Beschwerden von Patienten können eine Prüfung auslösen
Besonders interessant ist die Konkretisierung der möglichen Hinweise auf Qualitätsprobleme.
Anhaltspunkte können beispielsweise entstehen durch auffällige oder unplausible Angaben in Qualitätsberichten, Erkenntnisse aus Abrechnungsprüfungen oder Informationen, die Krankenkassen bei der Unterstützung ihrer Versicherten erhalten.

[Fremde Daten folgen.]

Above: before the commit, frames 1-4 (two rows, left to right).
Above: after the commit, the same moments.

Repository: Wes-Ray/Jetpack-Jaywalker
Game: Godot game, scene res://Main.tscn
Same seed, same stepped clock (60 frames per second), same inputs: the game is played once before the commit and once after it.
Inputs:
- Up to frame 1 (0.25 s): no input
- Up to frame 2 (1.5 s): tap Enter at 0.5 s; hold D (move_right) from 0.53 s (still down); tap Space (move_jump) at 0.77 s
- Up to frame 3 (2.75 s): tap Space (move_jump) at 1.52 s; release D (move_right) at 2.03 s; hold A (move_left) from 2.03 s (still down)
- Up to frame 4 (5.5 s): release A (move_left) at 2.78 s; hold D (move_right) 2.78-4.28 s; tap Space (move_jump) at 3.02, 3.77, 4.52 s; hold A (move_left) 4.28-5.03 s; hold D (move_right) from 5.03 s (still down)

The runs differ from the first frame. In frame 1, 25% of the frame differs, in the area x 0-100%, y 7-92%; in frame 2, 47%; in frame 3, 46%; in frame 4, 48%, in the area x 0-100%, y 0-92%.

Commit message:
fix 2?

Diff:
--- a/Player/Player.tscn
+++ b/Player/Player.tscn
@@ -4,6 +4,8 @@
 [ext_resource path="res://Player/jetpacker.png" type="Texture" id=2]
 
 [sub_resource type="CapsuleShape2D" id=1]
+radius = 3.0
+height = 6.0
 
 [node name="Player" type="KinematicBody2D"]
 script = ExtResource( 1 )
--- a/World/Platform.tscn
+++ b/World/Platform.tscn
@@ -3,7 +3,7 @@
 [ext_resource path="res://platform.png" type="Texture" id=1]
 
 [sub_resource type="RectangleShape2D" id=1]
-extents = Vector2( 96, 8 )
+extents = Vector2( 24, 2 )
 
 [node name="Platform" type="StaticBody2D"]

Auch Meldungen von Patienten oder anderen Personen können eine Rolle spielen.
Dabei genügt jedoch nicht jede einzelne Behauptung automatisch für eine Qualitätsprüfung. Die Richtlinie verlangt „konkrete und belastbare Anhaltspunkte“. Ein möglicher Qualitätsmangel muss einem konkreten Prüfgegenstand zugeordnet und nachvollziehbar begründet werden können.

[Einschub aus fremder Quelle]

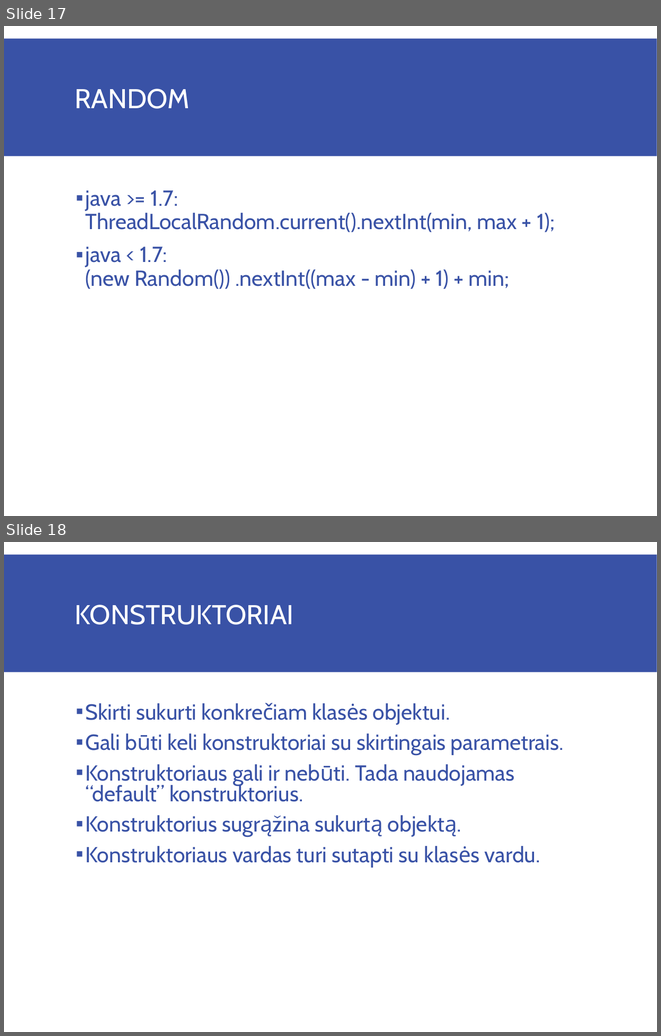
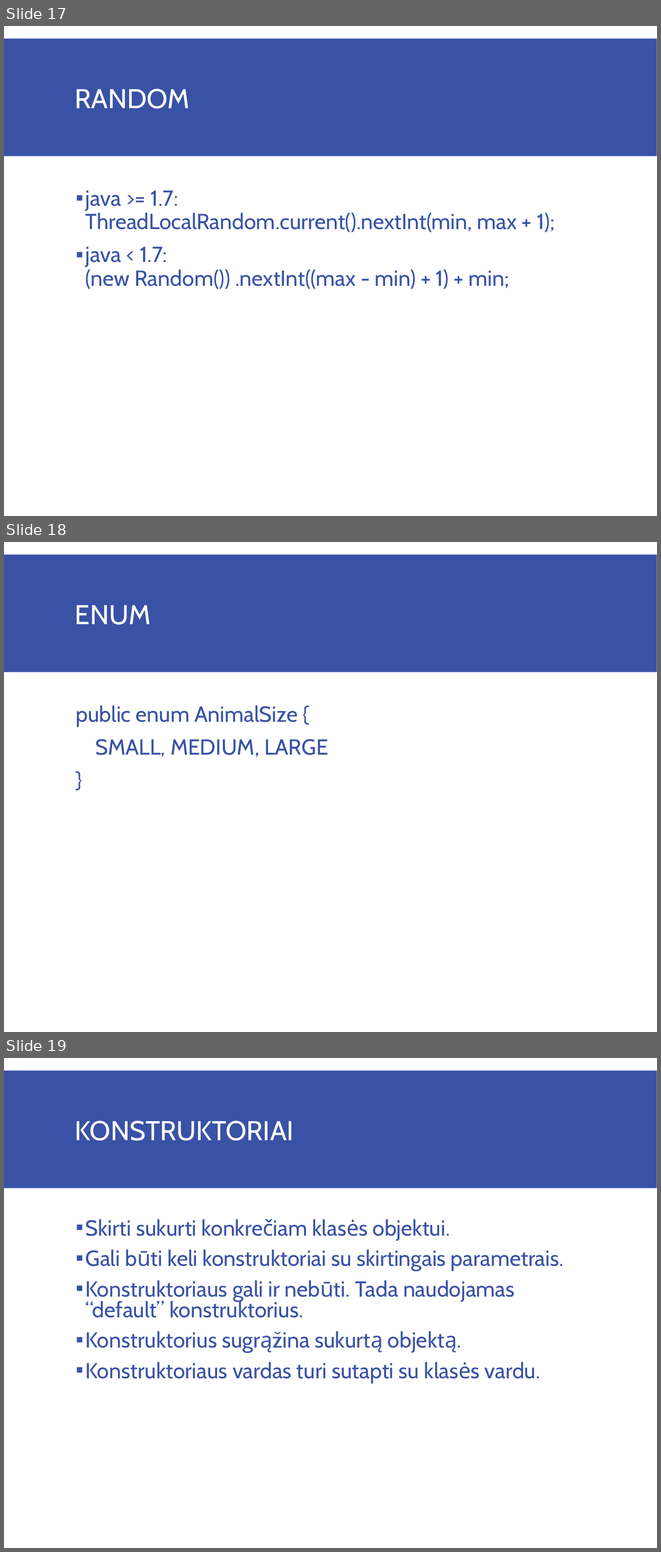
Before and after one commit to raimis-vcs/2016.09.26, a slide deck: paskaituSkaidres/3paskaita.ppt. Shown one above the other, each under a label of ours: slides 17 and 18 before the commit, slides 17, 18 and 19 after it. The pictures are 661x1036 and 661x1552 pixels, drawn with LibreOffice and Linux fonts; fonts in the diff are those of the drawing. Boxes give left, top, right and bottom in pixels: in the first picture for what was removed or moved away, otherwise in the second. Text is boxed around its words. In the diff, an @@ line names an element or a change of style, - is before the commit and + after.

Commit message:
pridedam enum i 3 paskaitos skaidres

```diff
--- a/paskaituSkaidres/3paskaita.ppt
+++ b/paskaituSkaidres/3paskaita.ppt
@@ slide 18 added at box(4, 542, 657, 1032), background #FFFFFF; not listed: 1 template element that a slide beside it also shows @@
@@ title added at box(75, 605, 151, 625), 30 pt, text #FFFFFF @@
+ENUM
@@ text added at box(76, 705, 328, 757), 24 pt, text #3952A6 @@
+public enum AnimalSize {
+SMALL, MEDIUM, LARGE
+}
@@ what was slide 18 is now slide 19 @@
```

Relevant können insbesondere mehrere Meldungen zum gleichen Sachverhalt sein. Auch eine einzelne, besonders fundierte Meldung kann nach den neuen Regeln einen Anhaltspunkt darstellen.
Krankenkassen können Prüfungen veranlassen
Der Medizinische Dienst entscheidet nicht völlig eigenständig, welches Krankenhaus geprüft wird.
Ein Prüfauftrag muss von einer dazu berechtigten Stelle erteilt werden. Dazu gehören je nach Prüfgegenstand unter anderem die gesetzlichen Krankenkassen sowie bestimmte Stellen der Qualitätssicherung.
Der Prüfauftrag muss klar formuliert sein.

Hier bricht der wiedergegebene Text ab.